I'm sorry to hear this. I hope he recovers soon.
Oh shit Minivet, best wishes for your dad making a full recovery
All the best for you, Minivet.
That's so scary, Minivet. I'm so sorry. I hope you all get some positive signs soon.
I'm so sorry, Minivet. I hope he's okay.
I'm so sorry, Minivet (also sorry for the travel/remoteness, which always adds stress). I'll keep you all in my thoughts.
Oh, geez, Minivet, that sounds frightening. Wishing you both the best, and hopefully he recovers soon.
I'm so sorry, Minivet. Hope you can see some positive developments soon. I know it must mean a lot to your mother that you have been there supporting her.

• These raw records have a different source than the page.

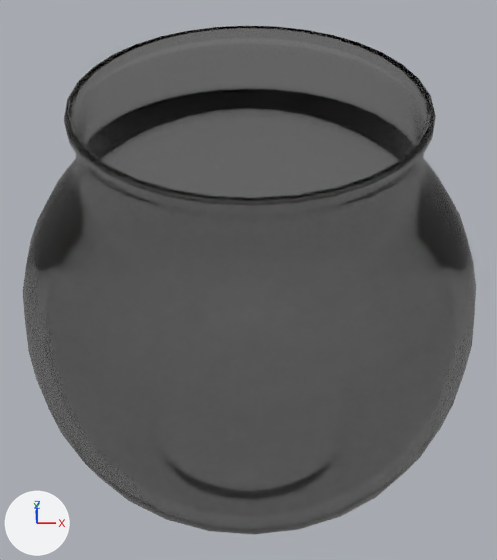
One commit to the Blender file sketch/wanda.blend: the scene before it, then after it.
Both versions are drawn from a camera (50 mm lens) standing at (-0.21, -1.46, 4.06) and looking at (-0.15, 1.62, 1.31). The axes (+X, +Y, +Z) are drawn at lower left. The lights are the same throughout.

Before the edit, the objects in view are built like this:
```python
mat_material_001 = bpy.data.materials.new('Material.001')
mat_material_001.use_nodes = True; mat_material_001.node_tree.nodes.clear()
_N = mat_material_001.node_tree.nodes; _L = mat_material_001.node_tree.links
n0 = _N.new('ShaderNodeOutputMaterial'); n0.name = 'Material Output'
n1 = _N.new('ShaderNodeBsdfGlass'); n1.name = 'Glass BSDF'
n1.distribution = 'BECKMANN'
n1.inputs[0].default_value = (0.8, 0.8, 0.8, 1.0)  # 'Color', white #e7e7e7
n1.inputs[2].default_value = 1.45  # 'IOR'
_L.new(n1.outputs[0], n0.inputs[0])  # 'BSDF' to 'Surface'
me_circle = bpy.data.meshes.new('Circle')
me_circle.from_pydata(...)  # 114 vertices, 120 faces; spans x -1.91..1.91, y -1.91..1.91, z 0.0..3.35
me_circle.polygons.foreach_set('use_smooth', [True] * 120)
me_circle.materials.append(mat_material_001)
ob_circle = bpy.data.objects.new('Circle', me_circle)
ob_circle.location = (-0.143, 1.575, -0.016)
ob_circle.scale = (0.767, 0.767, 0.767)
_m = ob_circle.modifiers.new('Subsurf', 'SUBSURF')
_m.levels = 2
```
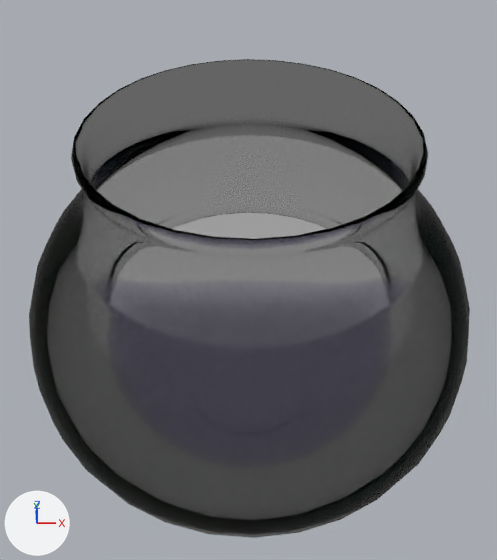
Location of each change, (x1, y1, x2, y2) in pixels of the pictures (497 x 560 px):
'Circle', recoloured, reshaped: before (23, 26, 476, 534); after (29, 59, 470, 538)
'Circle.001', added: after (97, 135, 402, 239)

Edits to the bpy script that builds the scene:
```text
Change mat_material_001:
    add n2 = _N.new('ShaderNodeFresnel'); n2.name = 'Fresnel'
    add n2.inputs[0].default_value = 1.1  # 'IOR'
    where n1 = _N.new('ShaderNodeBsdfGlass'); n1.name = 'Glass BSDF'
    where n0 = _N.new('ShaderNodeOutputMaterial'); n0.name = 'Material Output'
    remove _L.new(n1.outputs[0], n0.inputs[0])  # 'BSDF' to 'Surface'
    n1.inputs[2].default_value: 1.45 -> 1.1  # 'IOR'
    add n3 = _N.new('ShaderNodeMixShader'); n3.name = 'Mix Shader'
    add n4 = _N.new('ShaderNodeBsdfDiffuse'); n4.name = 'Diffuse BSDF'
    add n4.inputs[0].default_value = (0.000451, 0.000451, 0.000451, 1.0)  # 'Color', black #010101
    add _L.new(n1.outputs[0], n3.inputs[1])  # 'BSDF' to 'Shader'
    add _L.new(n3.outputs[0], n0.inputs[0])  # 'Shader' to 'Surface'
    add _L.new(n4.outputs[0], n3.inputs[2])  # 'BSDF' to 'Shader'
    add _L.new(n2.outputs[0], n3.inputs[0])  # 'Factor' to 'Factor'
Add mat_water:
    mat_water = bpy.data.materials.new('water')
    # nodes: BsdfAnisotropic, BsdfGlass, Fresnel, MixShader, OutputMaterial
    # colours: white #e3dff1
Change me_circle:
    used by ob_circle; location = (-0.143, 1.575, -0.016); scale = (0.767, 0.767, 0.767)
    remove me_circle.from_pydata(...)  # 114 vertices, 120 faces; spans x -1.91..1.91, y -1.91..1.91, z 0.0..3.35
    add me_circle.from_pydata(...)  # 122 vertices, 128 faces; spans x -1.91..1.91, y -1.91..1.91, z 0.0..3.09
    me_circle part 1
    8 faces are deleted
    64 vertices in x -1.79..1.79, y -1.79..1.79, z 2.1..3.35 move by (0.0, 0.0, -0.26)
    8 vertices in x -1.91..1.91, y -1.91..1.91, z 2.12 move by (0.0, 0.0, -0.27)
    8 vertices are added at x -1.05..1.05, y -1.05..1.05, z 0.19
    16 new faces join them
Add me_circle_001:
    me_circle_001.from_pydata(...)  # 50 vertices, 56 faces; spans x -1.79..1.79, y -1.79..1.79, z 0.13..2.39
    me_circle_001.polygons.foreach_set('use_smooth', [True] * 56)
    me_circle_001.materials.append(mat_water)
Add ob_circle_001:
    ob_circle_001 = bpy.data.objects.new('Circle.001', me_circle_001)
    ob_circle_001.location = (-0.143, 1.575, -0.003)
    ob_circle_001.scale = (0.749, 0.749, 0.749)
    _m = ob_circle_001.modifiers.new('Subsurf', 'SUBSURF')
    _m.levels = 2
```
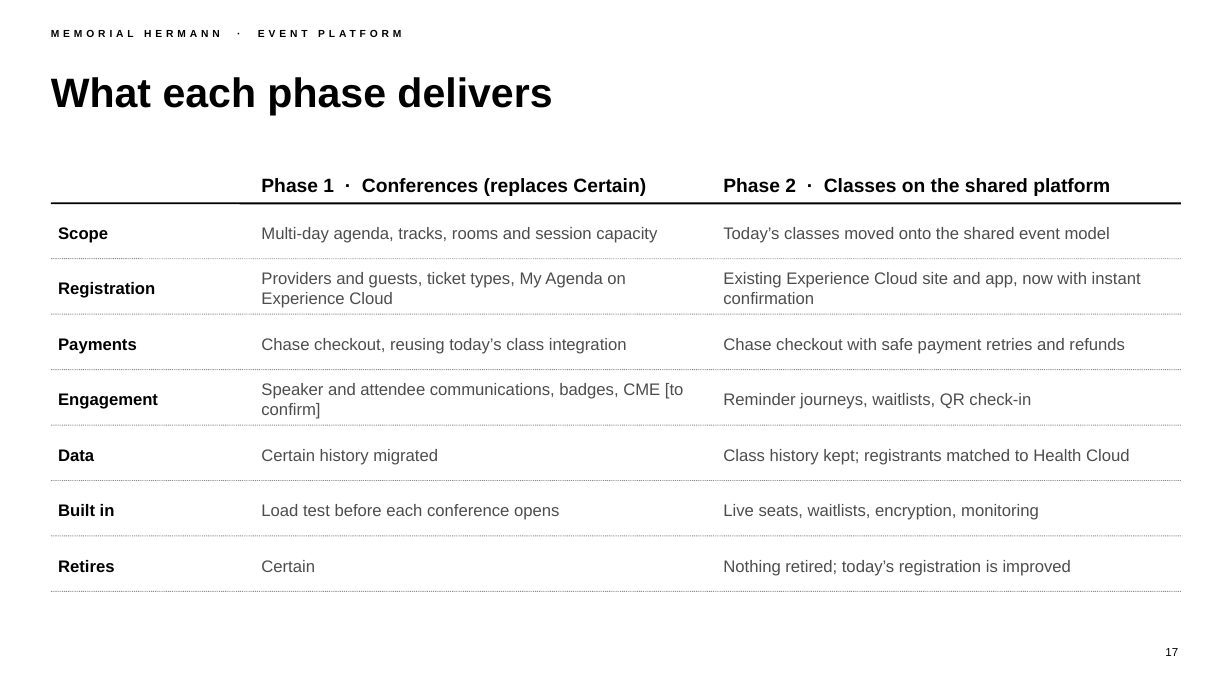
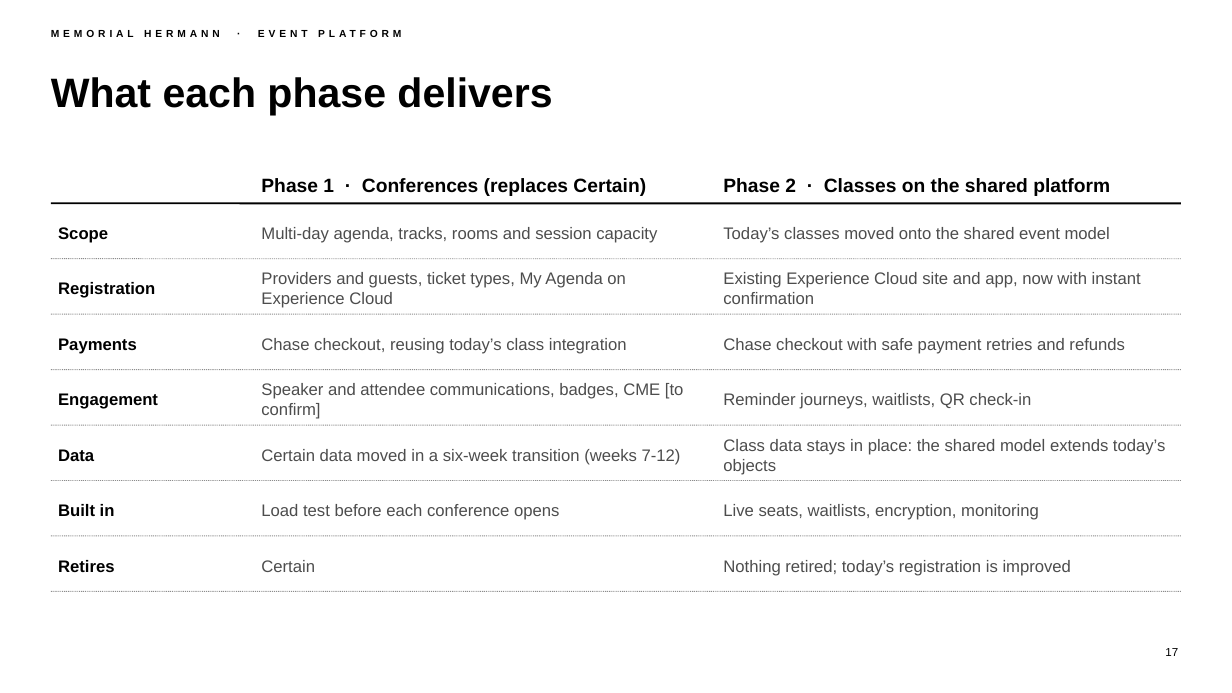
Before and after one commit to chintasurya/preSales_Memorial-hermann, a slide deck: slide 17 of deck/Memorial-Hermann-Event-Platform.pptx. Drawn at 1232x693 pixels with LibreOffice and Linux fonts; fonts in the diff are those of the drawing; background and template pictures are left out. Boxes give left, top, right and bottom in pixels: in the first picture for what was removed or moved away, otherwise in the second. Text is boxed around its words. In the diff, an @@ line names an element or a change of style, - is before the commit and + after.

```diff
--- a/deck/Memorial-Hermann-Event-Platform.pptx
+++ b/deck/Memorial-Hermann-Event-Platform.pptx
@@ text at (x1=261, y1=449, x2=681, y2=465): text changed @@
-Certain history migrated
+Certain data moved in a six-week transition (weeks 7-12)
@@ text at (x1=723, y1=439, x2=1165, y2=475): text changed @@
-Class history kept; registrants matched to Health Cloud
+Class data stays in place: the shared model extends today’s objects
```
Also in this commit, not shown: 4 other slides changed, 4 slides added, 3 slides removed, 8 other files.

I'm so sorry, Minivet. Wishing he has a full recovery.
That sounds so rough, Minivet! Hoping for a full recovery.
I hope you get some good news soon. Sympathy.
Belatedly, 100 reminded me of some absolutely infuriating pedantry, which is that there are five separate ways of measuring cargo ships in tons - gross register tonnage, deadweight tonnage, gross tonnage, net register tonnage and net tonnage - and none of them answer the question "how much does this cargo ship weigh, in tons". Register tonnage is measured in tons, but those aren't actual tons like 2240lb or 2000lb or whatever, they're register tons which are a measure of volume.
It looks like the more standard term for that concept w/r/t ships is "displacement" or displacement tonnage?
"Tonnage" is a longstanding way of measuring cargo ships going back centuries, but yes, it's a measure of volume rather than weight and it's confusing that it uses the same term as a weight measure.